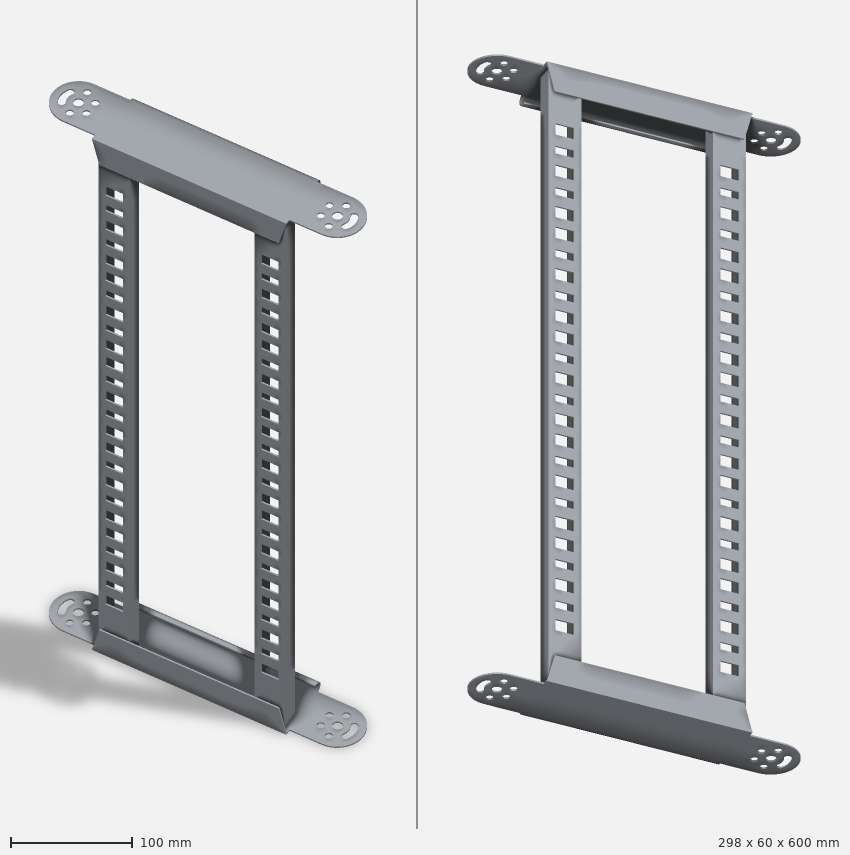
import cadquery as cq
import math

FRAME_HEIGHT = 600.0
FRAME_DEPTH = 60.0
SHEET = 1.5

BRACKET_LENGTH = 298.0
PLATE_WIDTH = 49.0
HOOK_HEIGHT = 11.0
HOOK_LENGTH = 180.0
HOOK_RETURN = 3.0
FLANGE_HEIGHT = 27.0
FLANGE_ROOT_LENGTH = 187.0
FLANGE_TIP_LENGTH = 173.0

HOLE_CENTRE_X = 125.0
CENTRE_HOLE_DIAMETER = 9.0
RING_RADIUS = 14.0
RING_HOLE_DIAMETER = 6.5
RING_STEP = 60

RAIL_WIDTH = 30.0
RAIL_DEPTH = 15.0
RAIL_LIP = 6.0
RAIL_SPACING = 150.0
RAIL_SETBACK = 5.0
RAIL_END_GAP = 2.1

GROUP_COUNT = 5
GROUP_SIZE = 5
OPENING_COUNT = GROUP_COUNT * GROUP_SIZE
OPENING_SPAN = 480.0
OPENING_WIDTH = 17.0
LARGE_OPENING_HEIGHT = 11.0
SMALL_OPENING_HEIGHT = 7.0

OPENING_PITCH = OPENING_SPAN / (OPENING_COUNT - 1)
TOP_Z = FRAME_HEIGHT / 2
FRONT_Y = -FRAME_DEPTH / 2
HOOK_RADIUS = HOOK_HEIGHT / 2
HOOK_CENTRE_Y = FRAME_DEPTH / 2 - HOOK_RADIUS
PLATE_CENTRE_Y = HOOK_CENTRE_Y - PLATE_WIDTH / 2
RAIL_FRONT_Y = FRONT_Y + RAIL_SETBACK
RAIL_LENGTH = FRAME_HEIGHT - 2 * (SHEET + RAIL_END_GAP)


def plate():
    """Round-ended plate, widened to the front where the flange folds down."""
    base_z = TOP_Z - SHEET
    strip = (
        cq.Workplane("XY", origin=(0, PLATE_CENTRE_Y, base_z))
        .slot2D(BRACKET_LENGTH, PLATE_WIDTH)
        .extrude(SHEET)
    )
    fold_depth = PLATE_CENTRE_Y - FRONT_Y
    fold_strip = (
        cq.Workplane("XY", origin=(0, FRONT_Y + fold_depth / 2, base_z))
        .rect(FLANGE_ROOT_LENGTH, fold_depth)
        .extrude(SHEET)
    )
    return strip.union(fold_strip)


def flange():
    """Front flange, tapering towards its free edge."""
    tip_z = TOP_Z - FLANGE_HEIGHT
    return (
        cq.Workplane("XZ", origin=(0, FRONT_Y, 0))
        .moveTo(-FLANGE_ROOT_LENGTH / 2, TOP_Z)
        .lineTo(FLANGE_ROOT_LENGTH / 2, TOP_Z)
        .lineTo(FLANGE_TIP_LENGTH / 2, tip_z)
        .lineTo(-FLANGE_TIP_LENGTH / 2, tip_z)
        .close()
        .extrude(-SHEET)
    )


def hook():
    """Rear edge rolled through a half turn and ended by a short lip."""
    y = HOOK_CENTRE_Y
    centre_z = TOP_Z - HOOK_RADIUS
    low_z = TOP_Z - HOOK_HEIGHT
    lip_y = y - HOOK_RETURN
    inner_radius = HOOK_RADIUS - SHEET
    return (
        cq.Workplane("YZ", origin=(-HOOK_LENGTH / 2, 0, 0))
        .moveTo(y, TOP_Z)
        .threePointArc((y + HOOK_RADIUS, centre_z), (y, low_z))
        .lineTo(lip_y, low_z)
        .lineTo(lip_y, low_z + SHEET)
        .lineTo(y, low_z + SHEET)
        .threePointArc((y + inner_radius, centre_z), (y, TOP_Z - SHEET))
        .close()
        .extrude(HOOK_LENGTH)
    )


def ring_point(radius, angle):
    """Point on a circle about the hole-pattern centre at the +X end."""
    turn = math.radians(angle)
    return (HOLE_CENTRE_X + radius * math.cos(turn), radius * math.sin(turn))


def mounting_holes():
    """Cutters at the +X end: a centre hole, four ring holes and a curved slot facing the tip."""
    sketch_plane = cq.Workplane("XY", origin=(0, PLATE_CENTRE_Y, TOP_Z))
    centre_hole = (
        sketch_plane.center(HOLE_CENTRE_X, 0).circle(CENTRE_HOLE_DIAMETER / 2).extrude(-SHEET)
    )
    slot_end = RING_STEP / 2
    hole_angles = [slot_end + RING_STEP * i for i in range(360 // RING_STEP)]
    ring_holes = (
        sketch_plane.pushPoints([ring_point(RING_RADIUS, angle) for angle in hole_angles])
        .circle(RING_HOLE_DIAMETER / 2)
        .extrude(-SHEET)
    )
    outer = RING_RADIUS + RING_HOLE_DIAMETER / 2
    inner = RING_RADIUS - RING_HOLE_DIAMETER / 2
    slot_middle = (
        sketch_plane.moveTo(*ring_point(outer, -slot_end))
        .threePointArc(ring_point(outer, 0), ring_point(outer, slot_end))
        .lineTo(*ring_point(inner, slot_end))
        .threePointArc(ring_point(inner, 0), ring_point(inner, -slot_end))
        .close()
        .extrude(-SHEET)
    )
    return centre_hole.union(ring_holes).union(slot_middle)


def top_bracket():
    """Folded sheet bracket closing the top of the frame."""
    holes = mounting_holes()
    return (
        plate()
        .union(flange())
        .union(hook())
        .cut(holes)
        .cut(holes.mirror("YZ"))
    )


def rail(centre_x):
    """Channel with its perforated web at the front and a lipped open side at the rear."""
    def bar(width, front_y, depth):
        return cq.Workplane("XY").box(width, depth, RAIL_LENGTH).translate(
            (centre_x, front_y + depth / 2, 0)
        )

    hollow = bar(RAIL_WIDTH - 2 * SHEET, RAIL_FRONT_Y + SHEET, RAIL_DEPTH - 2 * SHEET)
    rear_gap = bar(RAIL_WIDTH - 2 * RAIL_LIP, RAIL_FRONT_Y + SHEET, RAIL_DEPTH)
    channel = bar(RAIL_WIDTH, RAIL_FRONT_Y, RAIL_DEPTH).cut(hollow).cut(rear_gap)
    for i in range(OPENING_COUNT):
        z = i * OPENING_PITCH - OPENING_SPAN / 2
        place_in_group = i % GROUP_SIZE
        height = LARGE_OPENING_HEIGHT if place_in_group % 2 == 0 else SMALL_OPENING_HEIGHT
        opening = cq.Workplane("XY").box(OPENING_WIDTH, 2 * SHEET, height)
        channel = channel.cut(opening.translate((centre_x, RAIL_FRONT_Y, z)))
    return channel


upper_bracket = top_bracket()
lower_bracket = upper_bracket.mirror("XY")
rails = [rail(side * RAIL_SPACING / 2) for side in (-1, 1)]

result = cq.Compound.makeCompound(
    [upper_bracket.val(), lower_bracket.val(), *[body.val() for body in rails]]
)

────

# Task to complete
Only the lines above starting at the line that holds "FLANGE_HEIGHT = 27.0" and ending at the line that holds "RAIL_SPACING = 150.0" are to be repeated, exactly and in full.

# Response for this exercise
FLANGE_HEIGHT = 27.0
FLANGE_ROOT_LENGTH = 187.0
FLANGE_TIP_LENGTH = 173.0

HOLE_CENTRE_X = 125.0
CENTRE_HOLE_DIAMETER = 9.0
RING_RADIUS = 14.0
RING_HOLE_DIAMETER = 6.5
RING_STEP = 60

RAIL_WIDTH = 30.0
RAIL_DEPTH = 15.0
RAIL_LIP = 6.0
RAIL_SPACING = 150.0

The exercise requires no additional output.